The fact that they needed to make a map a part of the language in order to allow it to be generic and statically-typed proves that generics are useful and should therefore have been a language feature much earlier than they became one.
There are a variety of things that the standard library or compiler deal with using weird workarounds that seem to indicate missing language features.
The thing is, the features are only "missing" if the language is designed to do the things those features permit. So the counterargument is that Go is a very opinionated language designed to do solve a few classes of problem very easily, like writing database-backed web services, and the reason the standard library or compiler teams have to do weird hacks at times is because Go wasn't made for writing those things, and designing to make those use cases easy would pollute the language from the perspective of someone using it for its intended purpose.
I used Go extensively at my last job and I was left feeling that there were pretty much always better choices. If you care about developer velocity with your more unskilled engineers, Go is a bad choice for a multitude of reasons. If you're going to need the performance over something else, the JVM is right there, and so too is Rust.

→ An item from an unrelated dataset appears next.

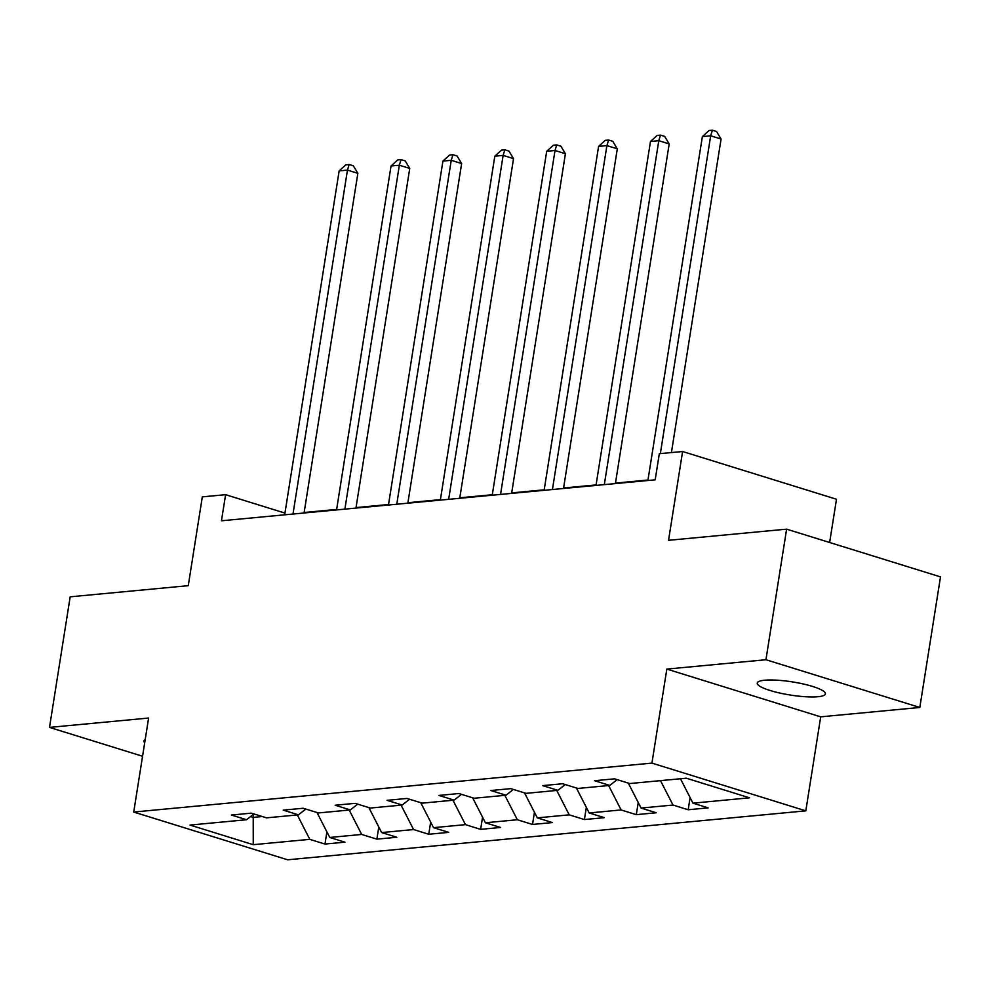 <?xml version="1.0" encoding="UTF-8"?>
<svg xmlns="http://www.w3.org/2000/svg" width="990" height="990" viewBox="0 0 990 990"><rect width="100%" height="100%" fill="white"/><g stroke="black" fill="none" stroke-linecap="round" stroke-linejoin="round"><path stroke-width="1.49" d="M764.713 680.217A34.489 6.645 -171 0 0 757.263 683.075A34.489 6.645 -171 0 0 779.551 692.988A34.489 6.645 -171 0 0 817.938 696.725A34.489 6.645 -171 0 0 825.388 693.866A34.489 6.645 -171 0 0 803.088 683.942A34.489 6.645 -171 0 0 764.713 680.217M145.208 739.567A34.489 6.645 -171 0 0 143.934 741.003A34.489 6.645 -171 0 0 144.701 742.76M829.632 542.495L836.488 499.245L682.605 451.514L659.328 453.717L655.182 479.828L221.463 520.789L225.609 494.678L202.319 496.881L188.261 585.672L70.179 596.822L49.5 727.402L142.56 756.261M919.821 707.466L940.5 576.885L786.617 529.155L765.938 659.736L666.827 669.091L651.927 763.104L805.81 810.847L820.698 716.834L919.821 707.466L765.938 659.736M651.927 763.104L133.724 812.048L287.607 859.79L805.81 810.847M253.254 844.693L309.796 839.347L324.98 844.062L344.928 842.168L329.757 837.466L361.684 834.446L376.856 839.161L396.817 837.268L381.633 832.565L413.572 829.546L428.744 834.261L448.705 832.367L433.521 827.665L465.461 824.645L480.633 829.36L500.594 827.467L485.409 822.764L517.337 819.745L532.521 824.46L552.482 822.566L537.298 817.864L569.225 814.844L584.409 819.559L604.37 817.666L589.186 812.963L621.114 809.944L636.298 814.659L656.246 812.765L641.074 808.063L673.002 805.043L688.186 809.758L708.135 807.865L692.963 803.162L749.504 797.816L686.293 778.202L629.739 783.548L614.567 778.833L594.606 780.726L609.791 785.429L577.851 788.448L562.679 783.734L542.718 785.627L557.902 790.329L525.975 793.349L510.791 788.634L490.83 790.527L506.014 795.23L474.086 798.249L458.902 793.535L438.941 795.428L454.125 800.13L422.198 803.15L407.014 798.447L387.053 800.328L402.237 805.031L370.31 808.05L355.125 803.348L335.177 805.229L350.349 809.931L318.421 812.951L303.237 808.248L283.288 810.129L298.46 814.832L266.533 817.851L251.361 813.149L231.4 815.03L246.584 819.732L190.031 825.078L253.254 844.693L253.23 817.381L262.263 816.527M617.129 779.637L609.791 785.429M673.002 805.043L660.516 780.64M641.074 808.063L628.304 783.102M565.253 784.538L557.902 790.329M621.114 809.944L608.627 785.54M589.186 812.963L576.415 788.003M513.365 789.438L506.014 795.23M569.225 814.844L556.751 790.441M537.298 817.864L524.527 792.903M461.476 794.339L454.125 800.13M517.337 819.745L504.863 795.341M485.409 822.764L472.651 797.804M409.588 799.239L402.237 805.031M465.461 824.645L452.975 800.242M433.521 827.665L420.762 802.704M357.699 804.14L350.349 809.931M413.572 829.546L401.086 805.142M381.633 832.565L368.874 807.605M305.811 809.04L298.46 814.832M361.684 834.446L349.198 810.043M329.757 837.466L316.986 812.505M253.749 814.077L253.23 817.381L250.606 816.564M253.923 813.941L246.584 819.732M309.796 839.347L297.309 814.943M682.605 451.514L668.547 540.305L786.617 529.155M133.724 812.048L148.611 718.035L49.5 727.402M284.959 513.092L225.609 494.678M647.967 480.026L615.471 483.095M596.079 484.927L563.582 487.996M544.191 489.827L511.694 492.896M492.302 494.728L459.805 497.797M440.414 499.628L407.917 502.697M388.525 504.529L356.029 507.598M336.65 509.429L304.14 512.498M692.963 803.162L680.476 778.759M324.98 844.062L326.898 831.897M376.856 839.161L378.786 826.996M428.744 834.261L430.675 822.096M480.633 829.36L482.563 817.196M532.521 824.46L534.452 812.295M584.409 819.559L586.34 807.395M636.298 814.659L638.228 802.494M688.186 809.758L690.104 797.581M666.827 669.091L820.698 716.834M304.066 512.993L357.86 173.324L347.465 170.107L292.99 514.033M339.149 170.886L345.844 164.835L349.173 164.513L347.465 170.107L339.149 170.886L284.675 514.825M349.173 164.513L353.331 165.813L357.86 173.324M355.954 508.093L409.749 168.424L399.354 165.206L344.879 509.132M391.038 165.986L397.732 159.935L401.061 159.613L399.354 165.206L391.038 165.986L336.563 509.924M401.061 159.613L405.219 160.912L409.749 168.424M407.843 503.192L461.637 163.523L451.242 160.306L396.767 504.232M442.926 161.085L449.621 155.034L452.937 154.712L451.242 160.306L442.926 161.085L388.451 505.024M452.937 154.712L457.095 156.012L461.637 163.523M459.731 498.292L513.525 158.623L503.13 155.405L448.656 499.331M494.814 156.185L501.509 150.133L504.826 149.812L503.13 155.405L494.814 156.185L440.34 500.123M504.826 149.812L508.984 151.111L513.525 158.623M511.62 493.391L565.414 153.722L555.019 150.505L500.544 494.431M546.703 151.284L553.385 145.233L556.714 144.911L555.019 150.505L546.703 151.284L492.228 495.223M556.714 144.911L560.872 146.211L565.414 153.722M563.508 488.491L617.302 148.822L606.907 145.604L552.432 489.53M598.591 146.384L605.274 140.333L608.603 140.011L606.907 145.604L598.591 146.384L544.116 490.322M608.603 140.011L612.761 141.298L617.302 148.822M615.396 483.59L669.191 143.921L658.796 140.704L604.321 484.63M650.48 141.483L657.162 135.432L660.491 135.11L658.796 140.704L650.48 141.483L596.005 485.422M660.491 135.11L664.649 136.397L669.191 143.921M671.418 452.566L721.079 139.021L710.672 135.803L660.342 453.618M702.368 136.583L709.05 130.532L712.379 130.21L710.672 135.803L702.368 136.583L647.893 480.521M712.379 130.21L716.537 131.497L721.079 139.021"/></g></svg>

Like it sure is hard to write a grammar checker in WUFFS. Well, it's not for that, it's a special purpose language, it doesn't even have strings, stop trying to write a grammar checker.
For a general purpose language this is a poor excuse. I think the best argument might be a desire to avoid the Turing Tar-pit where everything is possible but nothing is easy. C++ allows you to write a type that's generic over the floating point values, so e.g. Foo<NaN>. What does that mean? Nothing useful. But they could so they did.
In avoiding the Turing Tar-pit you must make some choices which weren't necessary but were, in your opinion (as Benevolent dictator, Steering Committee, Riotous Assembly Of Interested People, or whatever) more aesthetic, more practical for some particular purpose you had in mind, easier to implement or whatever.
My impression with Go, which I spent a few years programming but never really loved, was that it's main value was in being surprisingly efficient for that type of language. Particularly startup of Go is good, which would matter for gojq for example.
Also, some people would argue any map is unsuitable for many use cases of jq. If you want to keep the keys in the order of the input file, it certainly isn’t.
And yes, formally, json doesn’t change when reordering keys, but json often is treated as text and then, it is. You can use jq, for example, to do some transforms on a json file and get a nice git diff.
This tool may (or may not) produce a diff that’s much larger than necessary.